Tea & Water Ltd.
Tea & Water: what’s in a name?
Guest Author


by Emily Baker
June 23, 2015

Filed under Thoughts

Tea & Water: what’s in a name?

According to Chinese legend, the origins of tea date back to 2737 BC when Shen Nung, the emperor and renowned herbalist, was purifying water under the shelter of a tree. A sudden gust of wind blew stray tea leaves from a nearby shrub into the pot. The emperor was so delighted by the resulting brew, very fine in colour and taste, that tea was born and it soon became a daily drink in Chinese culture.

Indian legend links the story to Prince Bodidharma, who left India for China, to preach Buddhism, vowing that he would not sleep during his nine year mission. But after three years, and on the point of exhaustion, he happened upon a tea shrub, whose leaves he grabbed and chewed, acting as the stimulant he needed to complete the remaining six years of his mission.

The Japanese ending of the same story is that Bodidharma accidentally fell asleep, and was so appalled by what he had done that he tore out his eyelids, to prevent him from ever sleeping again. And from that spot where he threw them, the ground produced tea shrubs with enchanting properties, with the power to keep eyelids open.

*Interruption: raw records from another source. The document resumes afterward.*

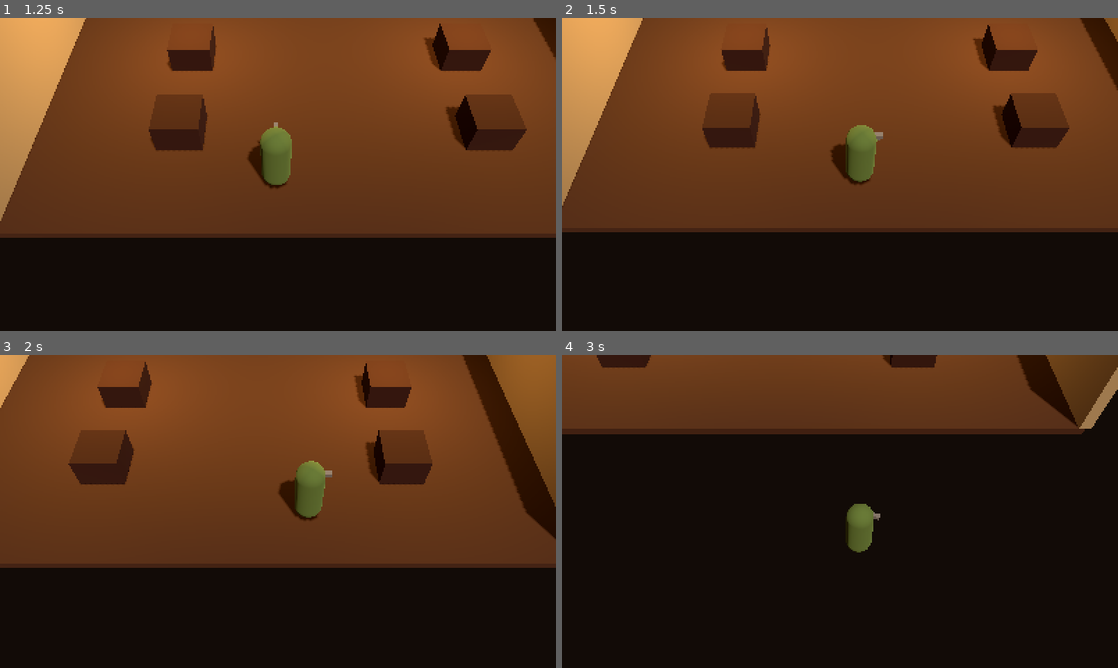
Above: before the commit, frames 1-4 (two rows, left to right).
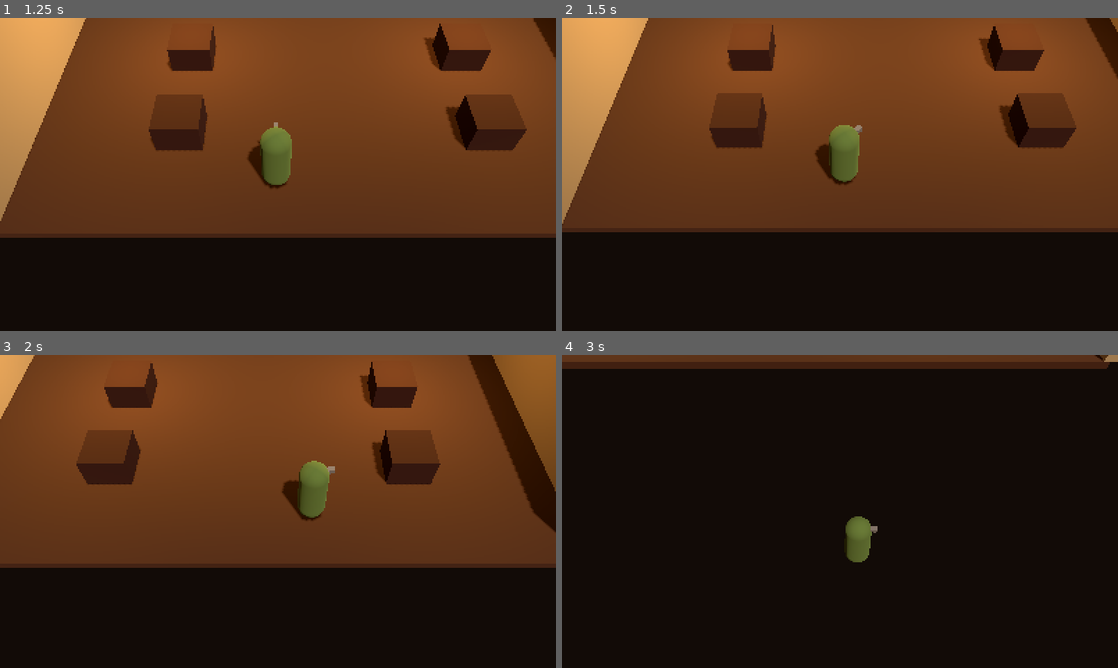
Above: after the commit, the same moments.

Repository: Beenster99/crownandpunchbowl
Game: Godot game, scene res://scenes/main/main_menu.tscn
Two runs of this game, one before a commit and one after it. Both use one fixed random seed, a clock stepped at 60 frames per second and the inputs below.
Inputs (mouse positions are in pixels of both pictures, inside the frame that each line leads up to):
- Up to frame 1 (1.25 s): click "Play solo (test pub)" at 0.5 s
- Up to frame 2 (1.5 s): move the mouse to (962, 158) at 1.27 s; hold D (move_right) from 1.28 s (still down); tap F (counter) at 1.35 s; click (962, 158) at 1.42 s
- Up to frame 3 (2 s): keep holding D (move_right); tap Space (dodge) at 1.55 s
- Up to frame 4 (3 s): move the mouse to (728, 527) at 2.02 s; release D (move_right) at 2.03 s; hold S (move_down) 2.03-2.78 s; tap Space (dodge) at 2.1 s; tap R (grab) at 2.3, 2.85 s; move the mouse to (895, 442) at 2.77 s; hold D (move_right) from 2.78 s (still down)

Frame 1 is identical in both runs. In frame 2, 4.5% of the frame differs, in the area x 0-100%, y 0-66%; in frame 3, 3.8%; in frame 4, 23%, in the area x 0-100%, y 0-67%.

Commit message:
Add freeflow player controls, sparring punters and a combat sandbox
PlayerFighter reads input: punch chains jab/cross/hook in rhythm and turns
into an uppercut finisher at 8 hits, kick stomps downed enemies, buffered
inputs, stick-aimed lunge targeting, counter, dodge, grab/knee/throw/release,
mashing to struggle free, farmer stats from the lobby, and a combo counter
on Events.combo_changed. SparringPunter is a simple stand-in opponent until
the AI workstream lands. scenes/actors/combat_sandbox.tscn puts them in the
greybox pub.

Co-Authored-By: Claude Opus 5.5 <noreply@anthropic.com>
Claude-Session: https://claude.ai/code/session_01RduChweyWdn9Borm8PuQ12

Diff:
--- /dev/null
+++ b/scenes/actors/combat_sandbox.tscn
@@ -0,0 +1,12 @@
+[gd_scene load_steps=2 format=3]
+
+[ext_resource type="Script" path="res://scripts/combat/combat_sandbox.gd" id="1"]
+
+[node name="CombatSandbox" type="Node3D"]
+script = ExtResource("1")
+
+[node name="World" type="Node3D" parent="."]
+
+[node name="Actors" type="Node3D" parent="."]
+
+[node name="Items" type="Node3D" parent="."]
--- /dev/null
+++ b/scenes/actors/sparring_punter.tscn
@@ -0,0 +1,31 @@
+[gd_scene load_steps=4 format=3]
+
+[ext_resource type="Script" path="res://scripts/actors/sparring_punter.gd" id="1"]
+
+[sub_resource type="CapsuleShape3D" id="shape"]
+radius = 0.35
+height = 1.75
+
+[sub_resource type="CapsuleMesh" id="mesh"]
+radius = 0.35
+height = 1.75
+
+[sub_resource type="BoxMesh" id="nose"]
+size = Vector3(0.12, 0.12, 0.2)
+
+[node name="SparringPunter" type="CharacterBody3D"]
+collision_layer = 4
+collision_mask = 7
+script = ExtResource("1")
+
+[node name="Collision" type="CollisionShape3D" parent="."]
+transform = Transform3D(1, 0, 0, 0, 1, 0, 0, 0, 1, 0, 0.875, 0)
+shape = SubResource("shape")
+
+[node name="Body" type="MeshInstance3D" parent="."]
+transform = Transform3D(1, 0, 0, 0, 1, 0, 0, 0, 1, 0, 0.875, 0)
+mesh = SubResource("mesh")
+
+[node name="Facing" type="MeshInstance3D" parent="."]
+transform = Transform3D(1, 0, 0, 0, 1, 0, 0, 0, 1, 0, 1.5, -0.38)
+mesh = SubResource("nose")
--- a/scripts/actors/player.gd
+++ b/scripts/actors/player.gd
@@ -1,16 +1,160 @@
 class_name PlayerFighter
 extends Fighter
-## Player-controlled fighter: camera-relative movement for now.
-## The freeflow controls (combos, lunge, counters, grabs) land in the next combat PR.
+## Player-controlled fighter: freeflow controls on top of Fighter.
+##
+## Punch walks a jab → cross → hook chain while you keep hitting in rhythm, and turns into
+## a finisher once the combo counter is high enough. Every attack lunges to the enemy you
+## push the stick towards (or the one in front). Kick stomps a downed enemy when there's no
+## one standing to kick. Grab holds an enemy for your mates; punch while holding to knee,
+## Throw to hurl them, Grab again to let go. Mash any button while held to struggle free.
+
+## Seconds an early button press is remembered, so mashing in rhythm chains cleanly.
+@export var input_buffer := 0.3
+## Seconds after an attack ends that the next punch still continues the chain.
+@export var chain_grace := 0.45
+
+## Current combo (hits landed without a long gap or being hit). HUD reads Events.combo_changed.
+var combo := 0
+var farmer: Dictionary = {}
+
+var _chain_i := 0
+var _since_attack := 99.0
+var _combo_t := 0.0
+var _last_finisher_at := 0
+var _buffered: StringName = &""
+var _buffer_t := 0.0
 
 
 func _ready() -> void:
 	team = Team.PLAYERS
+	_apply_farmer()
 	super()
+	hit_dealt.connect(_on_hit_dealt)
+	hit_taken.connect(_on_hit_taken)
+
+
+## Farmer stats from the lobby choice (Net.players[peer]["farmer"]).
+func _apply_farmer() -> void:
+	var peer := get_multiplayer_authority()
+	if not Net.players.has(peer):
+		return
+	var idx := int(Net.players[peer].get("farmer", 0))
+	if idx < 0 or idx >= GameData.FARMERS.size():
+		return
+	farmer = GameData.FARMERS[idx]
+	max_hp = float(farmer["max_hp"])
+	power = float(farmer["power"])
+	move_speed = float(farmer["speed"])
+	grip = float(farmer["grip"])
+
+
+func finisher_ready() -> bool:
+	return combo >= Moves.FINISHER_COMBO and combo - _last_finisher_at >= Moves.FINISHER_COMBO
 
 
 func _physics_process(delta: float) -> void:
+	_tick_combo(delta)
 	if is_multiplayer_authority():
-		var input := Input.get_vector("move_left", "move_right", "move_up", "move_down")
-		move_input = Vector3(input.x, 0.0, input.y)
+		_read_input(delta)
 	super(delta)
+
+
+func _read_input(delta: float) -> void:
+	var stick := Input.get_vector("move_left", "move_right", "move_up", "move_down")
+	move_input = Vector3(stick.x, 0.0, stick.y)
+
+	if state == State.HELD:
+		for a in ["punch", "kick", "headbutt", "grab", "dodge"]:
+			if Input.is_action_just_pressed(a):
+				request_struggle()
+		return
+
+	if Input.is_action_just_pressed("counter"):
+		request_counter()
+		_buffered = &""
+		return
+	if Input.is_action_just_pressed("dodge"):
+		request_dodge(move_input)
+		_buffered = &""
+		return
+	if Input.is_action_just_pressed("grab"):
+		if state == State.GRABBING:
+			request_release()
+		else:
+			request_grab(Targeting.grab_candidate(self))
+		return
+	if Input.is_action_just_pressed("throw") and state == State.GRABBING:
+		request_throw()
+		return
+
+	for a in ["punch", "kick", "headbutt"]:
+		if Input.is_action_just_pressed(a):
+			_buffered = StringName(a)
+			_buffer_t = input_buffer
+	if _buffered != &"":
+		_buffer_t -= delta
+		if state == State.GRABBING or can_act() or can_chain():
+			_perform(_buffered)
+			_buffered = &""
+		elif _buffer_t <= 0.0:
+			_buffered = &""
+
+
+## Turn a button into a move and a target, then ask the host.
+func _perform(button: StringName) -> void:
+	if state == State.GRABBING:
+		request_attack(&"knee")
+		return
+	var aim := move_input
+	var move: StringName
+	match button:
+		&"punch":
+			var chaining := can_chain() or _since_attack <= chain_grace
+			_chain_i = (_chain_i + 1) % Moves.PUNCH_CHAIN.size() if chaining else 0
+			move = Moves.PUNCH_CHAIN[_chain_i]
+			if finisher_ready():
+				move = Moves.FINISHER_MOVE
+				_last_finisher_at = combo
+				_chain_i = -1
+		&"kick":
+			move = &"kick"
+		&"headbutt":
+			move = &"headbutt"
+	var tgt := Targeting.pick(self, aim)
+	if tgt == null and button == &"kick":
+		var floored := Targeting.pick(self, aim, Moves.LUNGE_RANGE * 0.5, true)
+		if floored != null:
+			move = &"stomp"
+			tgt = floored
+	_since_attack = 0.0
+	request_attack(move, tgt)
+
+
+func _tick_combo(delta: float) -> void:
+	if state == State.ATTACK or state == State.WINDUP:
+		_since_attack = 0.0
+	else:
+		_since_attack += delta
+	if combo > 0:
+		_combo_t -= delta
+		if _combo_t <= 0.0:
+			_set_combo(0)
+
+
+func _on_hit_dealt(_info: Dictionary) -> void:
+	_combo_t = Moves.COMBO_TIMEOUT
+	_set_combo(combo + 1)
+
+
+func _on_hit_taken(info: Dictionary) -> void:
+	if float(info.get("damage", 0.0)) > 0.0:
+		_set_combo(0)
+
+
+func _set_combo(value: int) -> void:
+	if value == combo:
+		return
+	combo = value
+	if combo == 0:
+		_last_finisher_at = 0
+	Events.combo_changed.emit(self, combo)
--- /dev/null
+++ b/scripts/actors/sparring_punter.gd
@@ -0,0 +1,78 @@
+class_name SparringPunter
+extends Fighter
+## A deliberately simple stand-in opponent for the combat sandbox and tests, until the AI
+## workstream's punters land. Minds its own business until it (or a mate within
+## `mate_radius`) is hit, then closes in and throws telegraphed swings and haymakers.
+## Struggles when held. Host only; it never runs on clients.
+
+@export var aggro_on_start := false
+@export var mate_radius := 4.0
+@export var attack_gap := Vector2(1.4, 3.0)
+@export var haymaker_chance := 0.25
+
+var angry := false
+var _cooldown := 1.0
+var _struggle_t := 0.0
+
+
+func _ready() -> void:
+	if team == Team.PLAYERS:
+		team = Team.PUNTERS
+	super()
+	add_to_group("npcs")
+	angry = aggro_on_start
+	Events.hit_landed.connect(_on_hit_landed)
+
+
+func _on_hit_landed(info: Dictionary) -> void:
+	var victim := info.get("victim") as Node3D
+	if victim == self:
+		angry = true
+	elif victim != null and victim is Fighter and (victim as Fighter).team == team \
+			and victim.global_position.distance_to(global_position) <= mate_radius:
+		angry = true
+
+
+func _physics_process(delta: float) -> void:
+	if multiplayer.is_server():
+		_think(delta)
+	super(delta)
+
+
+func _think(delta: float) -> void:
+	move_input = Vector3.ZERO
+	if state == State.HELD:
+		_struggle_t -= delta
+		if _struggle_t <= 0.0:
+			_struggle_t = 0.3
+			request_struggle()
+		return
+	if not angry or is_down():
+		return
+	var foe := _nearest_player()
+	if foe == null:
+		return
+	var to := foe.global_position - global_position
+	to.y = 0.0
+	_cooldown -= delta
+	if to.length() > 1.25:
+		move_input = to.normalized()
+	elif can_act():
+		_face(to, delta, 10.0)
+		if _cooldown <= 0.0:
+			_cooldown = randf_range(attack_gap.x, attack_gap.y)
+			request_attack(&"haymaker" if randf() < haymaker_chance else &"swing", foe)
+
+
+func _nearest_player() -> Fighter:
+	var best: Fighter = null
+	var best_d := INF
+	for node in get_tree().get_nodes_in_group(GROUP):
+		var f := node as Fighter
+		if f == null or not is_hostile_to(f) or not f.can_be_targeted() or f.is_down():
+			continue
+		var d := f.global_position.distance_to(global_position)
+		if d < best_d:
+			best_d = d
+			best = f
+	return best
--- /dev/null
+++ b/scripts/combat/combat_sandbox.gd
@@ -0,0 +1,24 @@
+extends "res://scripts/level/test_pub.gd"
+## Combat sandbox: the greybox test pub plus a few sparring punters and a tough one.
+## Open scenes/actors/combat_sandbox.tscn in the editor and press F6 (Run Current Scene).
+## Starts a solo session itself if launched directly.
+
+const PUNTER_SCENE := preload("res://scenes/actors/sparring_punter.tscn")
+
+
+func _ready() -> void:
+	if Net.players.is_empty():
+		Net.start_solo("Sparring", 0)
+	super()
+	var spots := [Vector3(-2, 0, -1), Vector3(2, 0, -1.5), Vector3(0, 0, -3), Vector3(-5.5, 0, 1.5)]
+	for i in spots.size():
+		var p: SparringPunter = PUNTER_SCENE.instantiate()
+		p.name = "N%d" % i
+		p.position = spots[i]
+		if i == 3:  # a rugby lad: tougher and hits harder
+			p.toughness = 1.8
+			p.max_hp = 160.0
+			p.power = 1.3
+			p.haymaker_chance = 0.5
+		$Actors.add_child(p)
+	Events.banner.emit("Combat sandbox: punch someone to start it", 4.0)
--- a/tests/combat_cases.gd
+++ b/tests/combat_cases.gd
@@ -14,7 +14,9 @@
 		"test_jab_hits_and_lunges", "test_held_takes_bonus_damage", "test_counter",
 		"test_knockdown_crawl_ko", "test_grab_escape_and_throw", "test_dodge_iframes",
 		"test_staff_never_ko", "test_no_friendly_fire", "test_heal_gets_up_from_crawl",
-		"test_ground_moves", "test_weapon_hooks",
+		"test_ground_moves", "test_weapon_hooks", "test_player_punch_chain",
+		"test_player_finisher_and_combo", "test_player_kick_stomps", "test_player_input",
+		"test_sparring_punter", "test_sandbox_loads",
 	]
 	for t in tests:
 		_arena = Node3D.new()
@@ -40,8 +42,8 @@
 	_arena.add_child(body)
 
 
-func _fighter(team: int, pos: Vector3, face_toward := Vector3.INF) -> Fighter:
-	var f := Fighter.new()
+func _fighter(team: int, pos: Vector3, face_toward := Vector3.INF, script: GDScript = null) -> Fighter:
+	var f: Fighter = script.new() if script != null else Fighter.new()
 	f.team = team
 	f.collision_layer = 2 if team == Fighter.Team.PLAYERS else 4
 	f.collision_mask = 7
@@ -268,3 +270,128 @@
 	_check(chair.hits == 2, "sweeping weapon hits both (got %d)" % chair.hits)
 	_check(is_equal_approx(a.hp, a.max_hp - 15.0), "weapon modifies damage (hp %.1f)" % a.hp)
 	_check(p.unequip() == chair and p.weapon == null, "unequip returns the item")
+
+
+func _player(pos: Vector3, face_toward := Vector3.INF) -> PlayerFighter:
+	return _fighter(Fighter.Team.PLAYERS, pos, face_toward, PlayerFighter) as PlayerFighter
+
+
+func test_player_punch_chain() -> void:
+	var p := _player(Vector3(0, 0, 0), Vector3(0, 0, -1))
+	var e := _fighter(Fighter.Team.PUNTERS, Vector3(0, 0, -1.1))
+	e.toughness = 5.0  # don't fall over mid-test
+	await _wait(0.1)
+	var moves := []
+	p.move_started.connect(func(m): moves.append(m))
+	for i in 4:
+		p._perform(&"punch")
+		while not p.can_chain():
+			await get_tree().physics_frame
+	_check(moves == [&"jab", &"cross", &"hook", &"jab"], "punch chain loops (got %s)" % [moves])
+	_check(p.combo == 4, "combo counts hits (got %d)" % p.combo)
+	await _wait(0.6 + 0.3)
+	p._perform(&"punch")
+	_check(moves.back() == &"jab", "chain resets after a pause")
+
+
+func test_player_finisher_and_combo() -> void:
+	var p := _player(Vector3(0, 0, 0), Vector3(0, 0, -1))
+	var e := _fighter(Fighter.Team.PUNTERS, Vector3(0, 0, -1.1))
+	await _wait(0.1)
+	var combos := []
+	var cb := func(_pl, c): combos.append(c)
+	Events.combo_changed.connect(cb)
+	p._set_combo(Moves.FINISHER_COMBO)
+	_check(p.finisher_ready(), "finisher ready at the threshold")
+	var moves := []
+	p.move_started.connect(func(m): moves.append(m))
+	p._perform(&"punch")
+	_check(moves == [Moves.FINISHER_MOVE], "punch becomes the finisher")
+	await _wait(0.4)
+	_check(e.state == Fighter.State.DOWN, "finisher knocks down")
+	_check(not p.finisher_ready(), "finisher is spent")
+	e.request_attack(&"shove", p)  # take a hit: combo resets
+	await _wait(0.4)
+	e.take_hit({"attacker": null, "damage": 0.0, "direction": Vector3.FORWARD})
+	p.take_hit({"attacker": e, "damage": 3.0, "direction": Vector3.BACK})
+	_check(p.combo == 0, "getting hit resets the combo")
+	await _wait(0.1)
+	p._set_combo(2)
+	await _wait(Moves.COMBO_TIMEOUT + 0.1)
+	_check(p.combo == 0, "combo times out")
+	_check(combos.size() >= 3, "combo_changed fires")
+	Events.combo_changed.disconnect(cb)
+
+
+func test_player_kick_stomps() -> void:
+	var p := _player(Vector3(0, 0, 0), Vector3(0, 0, -1))
+	var e := _fighter(Fighter.Team.PUNTERS, Vector3(0, 0, -1.2))
+	await _wait(0.1)
+	e.take_hit({"attacker": p, "damage": 1.0, "direction": Vector3.FORWARD, "knockdown": true})
+	var moves := []
+	p.move_started.connect(func(m): moves.append(m))
+	p._perform(&"kick")
+	_check(moves == [&"stomp"], "kick near a downed enemy stomps (got %s)" % [moves])
+
+
+func test_player_input() -> void:
+	var p := _player(Vector3(0, 0, 0), Vector3(0, 0, -1))
+	var e := _fighter(Fighter.Team.PUNTERS, Vector3(0, 0, -1.0))
+	await _wait(0.1)
+	Input.action_press("grab")
+	await get_tree().physics_frame
+	Input.action_release("grab")
+	await _wait(0.05)
+	_check(p.state == Fighter.State.GRABBING and e.state == Fighter.State.HELD,
+		"grab button holds (state %d)" % p.state)
+	Input.action_press("punch")
+	await get_tree().physics_frame
+	Input.action_release("punch")
+	await _wait(0.05)
+	_check(e.hp < e.max_hp, "punch while holding knees")
+	Input.action_press("throw")
+	await get_tree().physics_frame
+	Input.action_release("throw")
+	await _wait(0.05)
+	_check(e.state == Fighter.State.DOWN, "throw button throws")
+	Input.action_press("move_right")
+	await _wait(0.3)
+	Input.action_release("move_right")
+	_check(p.global_position.x > 0.5, "stick moves the player")
+
+
+func test_sparring_punter() -> void:
+	var p := _player(Vector3(0, 0, 0), Vector3(0, 0, -1))
+	var e := _fighter(Fighter.Team.PUNTERS, Vector3(0, 0, -1.5), Vector3.INF, SparringPunter) as SparringPunter
+	var mate := _fighter(Fighter.Team.PUNTERS, Vector3(1.5, 0, -1.5), Vector3.INF, SparringPunter) as SparringPunter
+	var far := _fighter(Fighter.Team.PUNTERS, Vector3(12, 0, 0), Vector3.INF, SparringPunter) as SparringPunter
+	await _wait(0.1)
+	_check(not e.angry, "punters start calm")
+	p.request_attack(&"jab", e)
+	await _wait(0.4)
+	_check(e.angry and mate.angry, "hitting one angers him and his mate")
+	_check(not far.angry, "punters across the room stay calm")
+	await _wait(4.0)
+	_check(p.hp < p.max_hp, "angry punters fight back")
+	var victim := mate
+	p.global_position = victim.global_position + Vector3(0, 0, 1.0)
+	p.rotation.y = 0.0
+	e.angry = false
+	e.global_position = Vector3(-10, 0, 0)
+	await _wait(0.05)
+	if p.can_act():
+		p.request_grab(victim)
+	_check(victim.state == Fighter.State.HELD, "can hold a sparring punter")
+	await _wait(2.0)
+	_check(victim.state == Fighter.State.HELD, "the hold lasts long enough for a mate to get stuck in")
+	await _wait(1.5)
+	_check(victim.state != Fighter.State.HELD, "held punter struggles free before the grip times out")
+
+
+func test_sandbox_loads() -> void:
+	var sandbox: Node = load("res://scenes/actors/combat_sandbox.tscn").instantiate()
+	_arena.add_child(sandbox)
+	await _wait(0.5)
+	_check(get_tree().get_nodes_in_group("players").size() == 1, "sandbox spawns the player")
+	_check(get_tree().get_nodes_in_group("npcs").size() == 4, "sandbox spawns 4 punters")
+	Net.leave()
Not shown, added: scripts/actors/sparring_punter.gd.uid
Not shown, added: scripts/combat/combat_sandbox.gd.uid

For Tea & Water Ltd., the forming of our partnership is perhaps not so accidental as the Emperor Shen Nung sitting under the tree, although we do hope the results will produce something equally as colourful, giving reason to delight. Our mission is not nine years of sleepless nights like Bodidharma, or at least we hope not. And we may not be able to claim medicinal or enchanting properties, at least not without some expertly crafted small-print.

What the name Tea & Water does symbolise is the combining of elements, people and ideas, which together are more effective than the sum of their parts. Tea is water and water is tea, but tea cannot exist without water, and water is transformed by tea.

Tea is a combination of elements, at once very simple, but also quite complex. It can be ceremonial and enlightening, or everyday and mundane, and yet no less significant. It can stimulate or calm us. It might symbolise a bridging of cultures or simply a moment between friends. No two cups of tea are ever the same: neither the tea itself, nor the context in which we drink it—the atmosphere, the people we may share it with and the events that have passed since the last cup.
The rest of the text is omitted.